# Shipping to Cyprus



## tuse123 (Mar 26, 2012)

HI there. I am moving to Cyprus on the end of May 2012. I have a lots of clothes and shoes to move over. I was just wondering if anybody knows about any good, cheap way to send a stuff. I checked already on line but the prices are terribly high. I don't think it's gonna be more than 30kg and I don't mind the delivery to take longer( 2-3 weeks)
Thanks for any advice
Tina


----------



## Pam n Dave (Jun 11, 2007)

If it's only 30kg it may be worth bringing it with you and paying the excess.


----------



## zin (Oct 28, 2010)

Why not just bring your spring/summer clothes and leave the rest with a friend to bring gradually with you next time you visit home? 30kg is doable in a couple of trips. Will noone visit?


----------



## zin (Oct 28, 2010)

Pam n Dave said:


> If it's only 30kg it may be worth bringing it with you and paying the excess.

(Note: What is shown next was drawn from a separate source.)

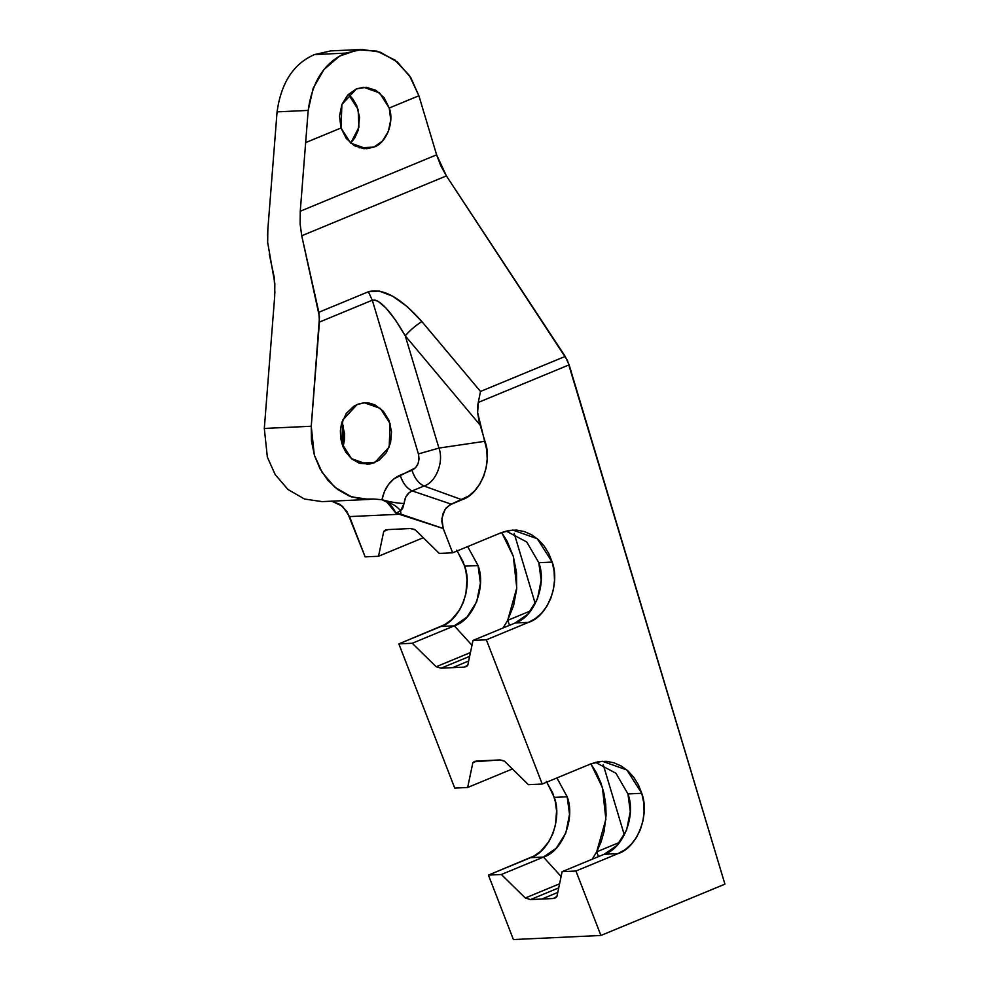 <?xml version="1.0" encoding="UTF-8"?>
<svg xmlns="http://www.w3.org/2000/svg" width="989" height="989" viewBox="0 0 989 989"><rect width="100%" height="100%" fill="white"/><g stroke="black" fill="none" stroke-linecap="round" stroke-linejoin="round"><path stroke-width="1.48" d="M457.239 550.898L464.682 566.165L478.058 565.547L467.661 546.583L478.058 565.547L480.394 583.151L476.686 601.807L467.068 617.025L454.322 625.839L471.976 645.261L454.322 625.839L412.228 643.258L454.322 625.839L440.946 626.47L454.322 625.839C473.323 620.239 486.378 587.07 478.058 565.547L464.682 566.165C473.014 587.701 459.959 620.857 440.946 626.47L398.851 643.888L412.228 643.258L436.174 666.747L412.228 643.258L398.851 643.888L454.73 788.097L467.649 787.491L472.866 762.643L476.315 761.036L488.121 760.479L499.927 759.935L504.464 761.171L528.41 784.66L542.219 784.017L486.353 639.809L472.989 640.427L467.772 665.276L464.138 667.105L452.603 667.649L441.069 668.181L436.174 666.747L470.443 652.567L436.174 666.747L441.069 668.181L464.138 667.105L467.278 665.807L465.51 666.858L467.772 665.276L472.989 640.427L486.353 639.809L528.447 622.39C547.461 616.777 560.516 583.621 552.183 562.086L537.311 538.758L512.759 530.055L501.51 532.577L452.653 552.802L443.245 528.522L400.978 514.193L349.537 516.592L365.151 556.881L378.515 556.251L383.732 531.402L387.329 529.622L410.509 528.534L415.331 529.931L439.277 553.42L452.653 552.802L439.277 553.42L415.331 529.931M506.108 531.044L526.717 541.947L538.82 562.716L552.183 562.086L538.82 562.716C547.14 584.239 534.085 617.396 515.084 623.008L528.447 622.39L515.084 623.008L472.989 640.427L515.084 623.008L527.829 614.194L537.447 598.975L541.156 580.32L538.82 562.716L526.717 541.947L506.108 531.044M414.082 529.3L410.509 528.534L387.329 529.622L384.758 530.45L383.732 531.402L388.145 529.572L383.732 531.402L378.515 556.251L423.28 537.732L378.515 556.251L365.151 556.881L347.139 511.77L340.117 504.415L331.241 501.102M361.925 49.45L330.808 50.896L314.539 54.556L345.643 53.109L361.925 49.45L380.233 52.157L397.405 62.047L410.744 77.575L418.891 95.76L436.619 154.828L440.785 165.793L446.398 175.906L567.451 360.453L724.925 884.154L600.904 935.47L724.925 884.154L569.12 364.854L478.28 402.436L477.638 412.611L486.798 450.057L487.194 459.081L486.118 467.982L483.621 476.438L479.776 484.116L474.745 490.717L468.724 495.996L451.268 504.155L446.15 507.913L442.8 513.946L441.774 521.228L443.245 528.522L452.653 552.802L501.51 532.577L509.026 530.438L516.765 530.104L524.442 531.6L531.761 534.851L538.424 539.734L544.197 546.076L548.833 553.63L552.183 562.086L554.1 571.148L554.508 580.444L553.395 589.629L550.811 598.345L546.843 606.269L541.663 613.081L535.445 618.521L528.447 622.39L486.353 639.809L542.219 784.017L591.076 763.792L598.592 761.654L606.344 761.32L614.021 762.816L621.339 766.067L628.003 770.95L633.776 777.292L638.412 784.846L641.762 793.302L643.666 802.363L644.086 811.66L642.974 820.845L640.39 829.561L636.421 837.485L631.242 844.297L625.023 849.736L618.026 853.606L575.932 871.025L600.904 935.47L513.402 939.55L488.43 875.104L501.361 874.499L525.307 897.987L530.475 899.582L558.711 887.887L530.475 899.582L541.799 899.05L557.759 892.449L541.799 899.05L553.135 898.519L555.843 897.579L556.906 896.516L562.123 871.668L556.906 896.516L553.135 898.519L530.475 899.582L525.307 897.987L501.361 874.499L488.43 875.104L513.402 939.55L600.904 935.47L575.932 871.025L562.123 871.668L604.217 854.249L562.123 871.668L575.932 871.025L618.026 853.606L604.217 854.249L618.026 853.606C637.04 847.993 650.082 814.837 641.762 793.302L627.953 793.944C636.273 815.48 623.218 848.636 604.217 854.249L616.963 845.422L626.581 830.204L630.29 811.561L627.953 793.944L615.937 773.262L595.465 762.321L615.937 773.262L627.953 793.944L641.762 793.302L626.89 769.974L602.338 761.27L591.076 763.792L542.219 784.017L528.41 784.66L504.464 761.171M341.922 422.352L343.146 425.764L343.072 446.941L344.518 439.685L344.58 433.627L341.798 422.043M331.797 501.176L342.553 506.294L349.537 516.592L400.978 514.193L395.996 513.217L386.946 502.14L381.939 499.717L373.545 499L381.939 499.717L384.412 491.595L388.454 484.523L393.795 478.948L415.553 467.76L418.038 463.754L419.039 458.896L418.409 453.926L372.297 300.211L319.435 322.08L311.251 426.259L311.486 441.082L314.477 455.533L320.065 468.86L327.977 480.419L337.818 489.592L349.08 495.934L361.183 499.124L373.545 499L369.045 499.433L351.454 496.837L334.95 487.33L322.13 472.408L314.292 454.94L311.251 426.259L264.31 428.447L274.695 296.304L264.31 428.447L311.251 426.259L319.484 316.974L301.732 235.765L300.124 223.996L300.26 211.238L308.185 110.409C312.264 81.246 324.751 62.146 345.643 53.109L314.539 54.556C293.634 63.593 281.148 82.705 277.068 111.868L308.185 110.409L277.068 111.868L267.821 229.683L277.068 111.868M546.818 782.114L554.26 797.381L567.192 796.788L556.894 777.935L567.192 796.788L569.528 814.392L565.819 833.047L556.201 848.265L543.456 857.08L561.109 876.501L543.456 857.08L501.361 874.499L543.456 857.08L530.524 857.686L543.456 857.08C562.457 851.467 575.511 818.311 567.192 796.788L554.26 797.381C562.593 818.917 549.538 852.073 530.524 857.686L488.43 875.104L534.109 855.955L540.748 851.282L548.932 841.565L552.888 833.64L555.472 824.925L556.572 811.079L555.398 801.856L552.764 793.054L546.274 781.372M503.253 760.59L499.927 759.935L473.867 761.79L476.809 761.011L472.866 762.643L467.649 787.491L512.413 768.96L467.649 787.491L454.73 788.097L398.851 643.888L444.531 624.739L451.169 620.066L459.353 610.349L463.309 602.425L465.893 593.709L466.993 579.863L465.831 570.641L463.186 561.839L456.695 550.156M350.662 143.121L354.668 138.114L358.105 130.511L359.563 117.332L356.782 105.749L352.949 99.098L349.216 94.981M349.129 94.919L348.4 94.326M267.537 235.877L267.821 229.683L267.673 242.441L274.831 283.534L274.695 296.304M348.425 94.314L358.129 109.482L358.92 127.272L350.699 143.158M359.131 147.794L373.854 147.114C386.167 143.479 394.636 121.981 389.233 108.024L379.591 92.904L363.68 87.255L356.386 88.899L341.897 104.475L341.007 127.989L350.638 143.096L366.548 148.746L373.854 147.114L359.131 147.794M264.31 428.447L267.351 457.128L275.189 474.596L288.009 489.518L304.513 499.025L322.105 501.621L369.045 499.433M359.984 463.347L374.695 462.654L389.196 447.077L390.086 423.576L380.444 408.457L364.533 402.807L357.239 404.452L342.738 420.028L341.848 443.529L351.491 458.649L367.401 464.298L374.695 462.654L358.958 463.013L351.8 458.921L345.915 452.332L342.738 446.126L340.711 438.448L340.377 430.907L341.39 424.219L346.311 413.377L354.111 406.022L359.328 403.697L364.447 402.807L369.651 403.178L375.041 404.958L383.275 411.201L388.887 420.201L391.545 431.674L390.581 442.751L386.279 452.764L378.985 460.342L370.01 464.026L360.008 463.359M389.233 108.024L390.742 119.929L388.343 131.525L382.409 141.081L373.854 147.114L363.952 148.709L354.235 145.643L346.175 138.361L341.007 127.989L305.65 142.614L300.26 211.238L436.619 154.828L418.891 95.76L389.233 108.024L418.891 95.76L409.409 75.523L394.932 60.069L377.081 51.168L357.882 49.809L339.511 56.15L324.021 69.465L313.167 88.256L308.185 110.409L305.65 142.614L341.007 127.989L339.499 116.084L341.897 104.475L347.819 94.932L356.386 88.899L366.276 87.292L375.993 90.37L384.053 97.651L389.233 108.024M402.226 508.976L400.545 510.744L404.142 503.537C404.674 497.244 407.357 493.029 412.178 490.903L423.997 486.007C435.951 482.484 444.172 461.616 438.931 448.079L405.255 335.827L480.061 425.01L405.255 335.827L438.931 448.079L484.944 441.279L438.931 448.079C444.172 461.616 435.951 482.484 423.997 486.007L461.937 499.742C480.37 494.302 493.017 462.147 484.944 441.279L479.121 421.524L477.638 412.611L477.848 404.588L480.506 391.459L478.28 402.436L569.12 364.854L565.214 356.411L480.506 391.459L421.858 321.549C400.755 297.751 382.928 287.824 368.378 291.767L379.158 291.026L392.645 296.206L407.394 306.751L421.858 321.549L480.506 391.459L565.214 356.411L446.398 175.906L301.732 235.765L318.841 312.264L368.378 291.767L372.297 300.211L418.409 453.926C419.979 461.529 417.828 466.993 411.968 470.282L400.149 475.177C390.63 479.48 384.56 487.664 381.939 499.717L386.946 502.14C390.074 503.858 393.09 507.555 395.996 513.217L443.245 528.522L441.86 518.57L444.889 509.595L449.488 505.07L461.937 499.742L423.997 486.007L412.178 490.903L451.268 504.155L412.178 490.903L409.038 492.782L405.651 497.306L402.746 508.173M274.893 293.028L274.188 277.167L269.292 254.21M267.685 242.503L267.586 240.611M301.732 235.765L446.398 175.906L436.619 154.828L300.26 211.238L300.124 223.996L301.732 235.765M553.135 898.519L556.275 897.221L553.135 898.519M590.866 763.792L596.429 772.792L600.805 782.658L603.933 793.203L605.701 804.144L606.084 815.245L604.056 831.675L601.003 842.109L596.676 851.85L619.658 842.344L596.676 851.85L605.874 819.312L602.437 787.553L590.915 763.867M624.356 835.062L603.203 764.559L624.356 835.062M468.662 660.998L452.603 667.649L468.662 660.998M501.695 532.502L507.159 541.304L513.316 556.35L516.53 572.606L516.641 589.259L513.637 605.441L507.678 620.363L530.747 610.806L507.678 620.363L516.753 587.936L513.303 556.312L501.683 532.502M535.272 603.735L514.169 533.355L535.272 603.735M469.639 656.362L441.069 668.181L469.639 656.362M503.08 627.978L507.678 620.363L509.607 625.283L507.678 620.363L503.08 627.978M525.307 897.987L559.576 883.807L525.307 897.987M592.213 859.218L596.676 851.85L592.213 859.218M385.97 529.857L384.758 530.45M465.51 666.858L466.734 666.252M475.017 761.258L473.867 761.79M554.582 898.247L555.843 897.579M598.518 856.598L596.676 851.85L598.518 856.598M400.545 510.744L400.978 514.193L400.545 510.744L395.996 513.217L400.545 510.744C397.182 506.529 392.645 503.661 386.946 502.14C392.645 503.661 397.182 506.529 400.545 510.744M404.142 503.537C397.306 503.228 389.901 501.955 381.939 499.717C389.901 501.955 397.306 503.228 404.142 503.537M412.178 490.903C406.899 488.504 402.894 483.262 400.149 475.177C402.696 483.015 406.702 488.257 412.178 490.903M423.997 486.007C418.532 483.361 414.527 478.12 411.968 470.282C414.712 478.367 418.718 483.609 423.997 486.007M438.931 448.079L418.409 453.926L438.931 448.079M405.255 335.827L395.538 320.127L386.155 308.197L378.132 301.324L374.88 300.013L372.297 300.211C379.813 299.061 390.803 310.942 405.255 335.827C409.879 330.437 415.405 325.678 421.858 321.549C415.64 325.468 410.101 330.227 405.255 335.827M318.841 312.264L319.435 322.08L372.297 300.211L368.378 291.767L318.841 312.264"/></g></svg>

Excess is a lot, especially with Easyjet. You can get away with a fair amount of excess with CY or BA.


----------



## RHODES4712 (Jan 29, 2012)

Hi, if you look through the recent thread " moving diary hope this helps others " by member Leesa13 she may be able to advise you. She flew out just this Sunday and I'm sure in some of her replies that she sent her belongings by T.N.T couriers. If you p.m her she will be glad to help I'm sure. I myself have 20 wooden crates of my missus clothes shoes bags and god knows what else which I am having to load in a 40ft container and have shipped over.
Darren


----------



## tuse123 (Mar 26, 2012)

Thanks a lot for your advice. X


----------



## tuse123 (Mar 26, 2012)

Pam n Dave said:


> If it's only 30kg it may be worth bringing it with you and paying the excess.


I though I would do it. I could pay for extra case but the airlines charge £15 per extra kilo so that would be quite expensive :-(


----------



## tuse123 (Mar 26, 2012)

RHODES4712 said:


> Hi, if you look through the recent thread " moving diary hope this helps others " by member Leesa13 she may be able to advise you. She flew out just this Sunday and I'm sure in some of her replies that she sent her belongings by T.N.T couriers. If you p.m her she will be glad to help I'm sure. I myself have 20 wooden crates of my missus clothes shoes bags and god knows what else which I am having to load in a 40ft container and have shipped over.
> Darren


I will try to check the T.N.T and contact leesa13 also. It's just a shame u can't take extra suitcase on plane.


----------



## Geraldine (Jan 3, 2009)

RHODES4712 said:


> Hi, if you look through the recent thread " moving diary hope this helps others " by member Leesa13 she may be able to advise you. She flew out just this Sunday and I'm sure in some of her replies that she sent her belongings by T.N.T couriers. If you p.m her she will be glad to help I'm sure. I myself have 20 wooden crates of my missus clothes shoes bags and god knows what else which I am having to load in a 40ft container and have shipped over.
> Darren


Leesa 13 has arrived ok, but taking a short break....while she gets her Broadband installed!!

I think she used World Wide Delivery, :confused2: hopefully her boxes will be delivered tomorrow. I'm seeing her anyway so will mention the thread to her.


----------



## Geraldine (Jan 3, 2009)

Geraldine said:


> Leesa 13 has arrived ok, but taking a short break....while she gets her Broadband installed!!
> 
> I think she used World Wide Delivery, :confused2: hopefully her boxes will be delivered tomorrow. I'm seeing her anyway so will mention the thread to her.


Spoken with Lisa, she used 'We Deliver the World', and TNT have today dropped some of her boxes off, the others are coming on Monday. She has been able to track them daily so knew exactly where they were.


----------



## kim1967 (Feb 26, 2012)

RHODES4712 said:


> Hi, if you look through the recent thread " moving diary hope this helps others " by member Leesa13 she may be able to advise you. She flew out just this Sunday and I'm sure in some of her replies that she sent her belongings by T.N.T couriers. If you p.m her she will be glad to help I'm sure. I myself have 20 wooden crates of my missus clothes shoes bags and god knows what else which I am having to load in a 40ft container and have shipped over.
> Darren


Hi 
you seem to be in the same position as us and wondered who you are shipping your stuff with. we have had several quotes but all seem a bit steep more so the cypriot companies who i thought would have been cheaper?

kim


----------